→ Heliotrope Pajamas

As Usual

Sun Apr 11 08:45:54 PDT 2021

I suffer from cynicism. It's the Sunday a week after Easter and I just skimmed the HN front page for the morning.

→ Surgeons Perform First Human Tracheal Transplant Surgery (mountsinai.org)

So that's good. Especially for people who need new tracheas.

On the other hand...

→ Clubhouse data leak: 1.3M user records leaked online for free (cybernews.com)

...it's business as usual in the IT field.

And we are still under the illusion that you can eat money.

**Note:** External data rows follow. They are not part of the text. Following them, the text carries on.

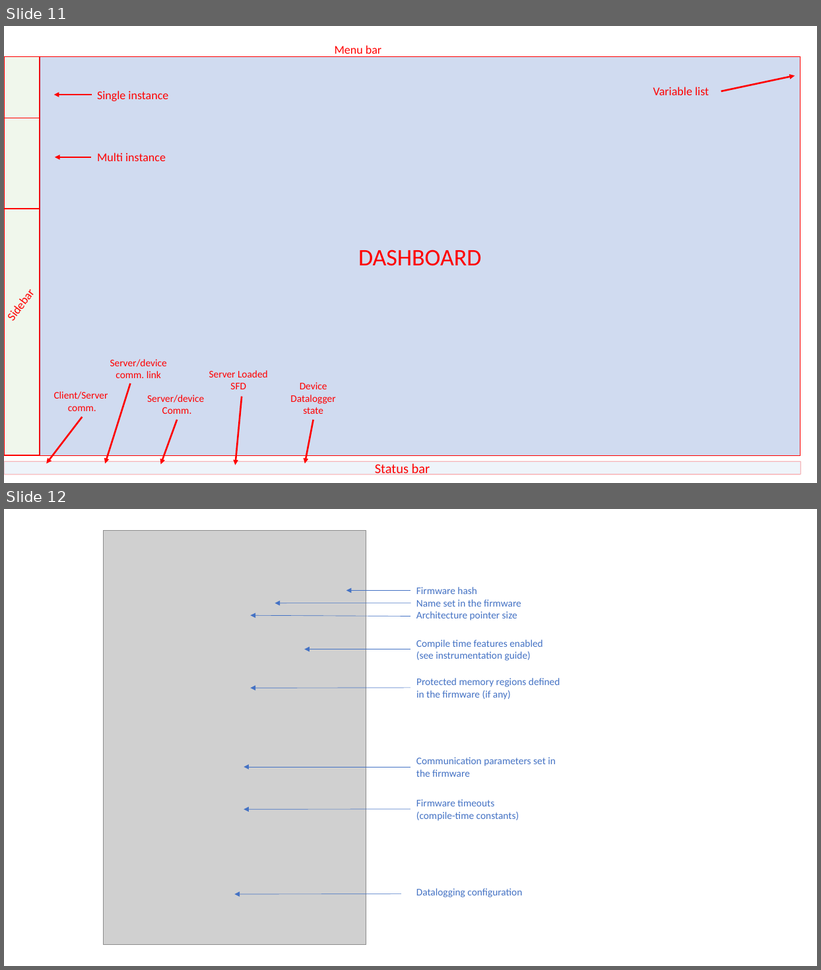
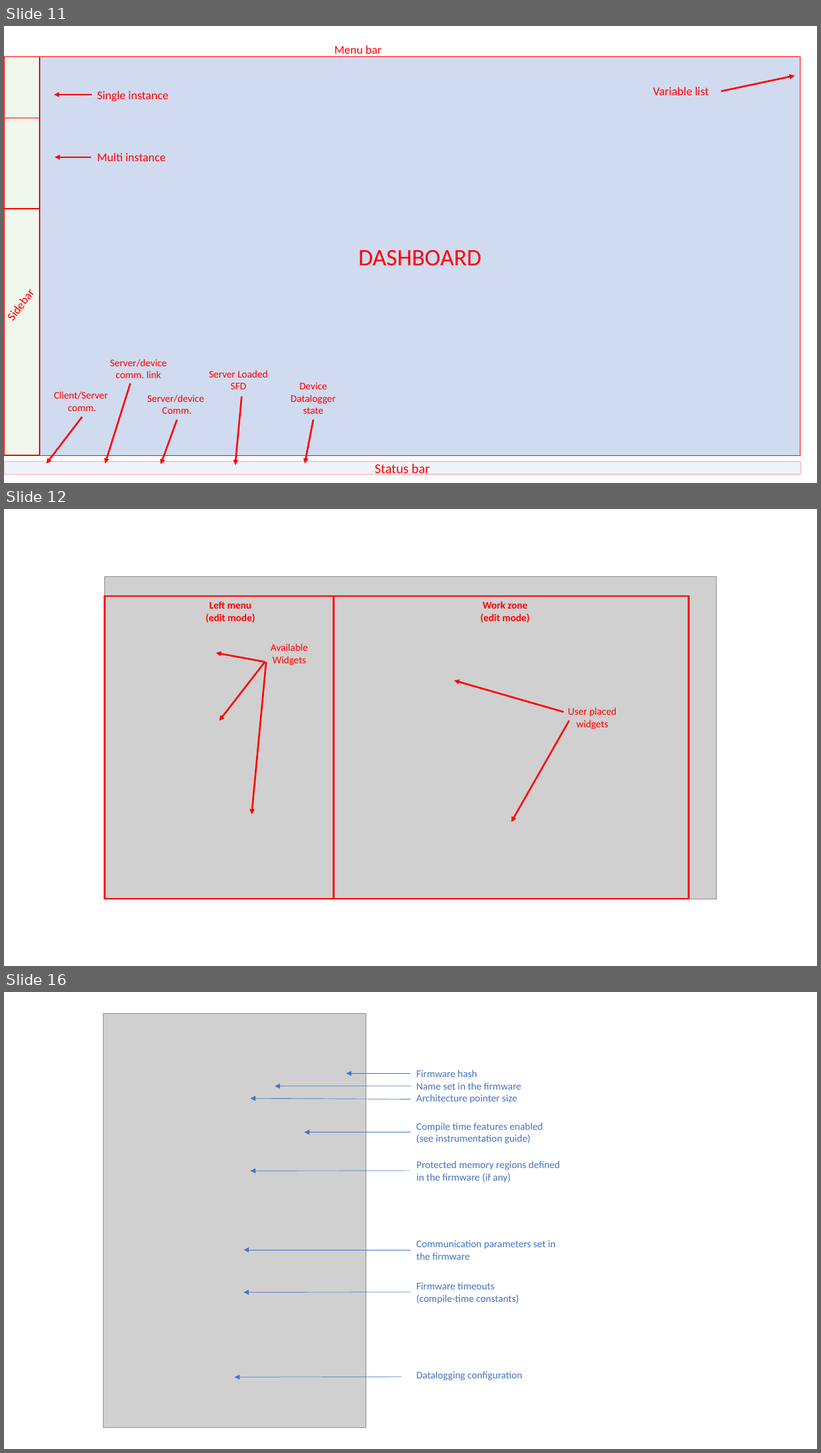
Before and after one commit to scrutinydebugger/scrutiny-devtools, a slide deck: graphics/graphics.pptx. Shown one above the other, each under a label of ours: slides 11 and 12 before the commit, slides 11, 12 and 16 after it; the slides between them are not shown. The pictures are 821x970 and 821x1453 pixels, drawn with LibreOffice and Linux fonts; fonts in the diff are those of the drawing; grey boxes stand for pictures; background and template pictures are left out. Boxes give left, top, right and bottom in pixels: in the first picture for what was removed or moved away, otherwise in the second. Text is boxed around its words. In the diff, an @@ line names an element or a change of style, - is before the commit and + after.

```diff
--- a/graphics/graphics.pptx
+++ b/graphics/graphics.pptx
@@ slide 12 added at [4, 509, 817, 966], background #FFFFFF @@
@@ picture added at [104, 576, 717, 899] @@
@@ rounded rectangle added at [104, 596, 334, 900], outline #FF0000 2 pt @@
@@ text added at [206, 601, 255, 623], 12 pt, text #FF0000, bold @@
+Left menu
+(edit mode)
@@ rounded rectangle added at [334, 596, 689, 900], outline #FF0000 2 pt @@
@@ text added at [481, 601, 530, 623], 12 pt, text #FF0000, bold @@
+Work zone
+(edit mode)
@@ text added at [271, 644, 308, 665], 12 pt, text #FF0000 @@
+Available Widgets
@@ arrow added from (265, 662) to (217, 653), #FF0000 2 pt @@
@@ arrow added from (265, 662) to (219, 721), #FF0000 2 pt @@
@@ arrow added from (266, 662) to (252, 815), #FF0000 2 pt @@
@@ arrow added from (564, 712) to (454, 681), #FF0000 2 pt @@
@@ arrow added from (570, 721) to (512, 823), #FF0000 2 pt @@
@@ text added at [568, 708, 616, 729], 12 pt, text #FF0000 @@
+User placed widgets
@@ what was slide 12 is now slide 16 @@
```
Also in this commit, not shown: 3 other slides added.

→ Big money bought the forests. Small timber communities are paying the price (oregonlive.com)

So that sucks.

What to do about it?

A coherent model

It seems to me that a major piece of the puzzle is to drastically reduce the amount of money it costs to live, to the point where you can work about twenty-four to thirty hours a week, and retire (if you like) after only a few years of career. If your rent is $250/mo. rather than $2500/mo. that gives you signficant options. I expect folks to use their free time for the important (non-automatable, non-drudgery) things like parenting, gardening, and mathematics.

→ The 24-Hour Work Week
→ What's Important

Maybe I'm wrong about that (and we'll all become couch potatoes) but that's a much nicer problem to have than what we have got now, eh? I mean, we should be so lucky?

Viable Civilization

What would a *viable* civilization look like? One that respected Nature both as fellow living beings, neighbors and friends, and as four-billion-year-old self-improving nanotech? It would *feel* a lot *better*, of that much I'm sure.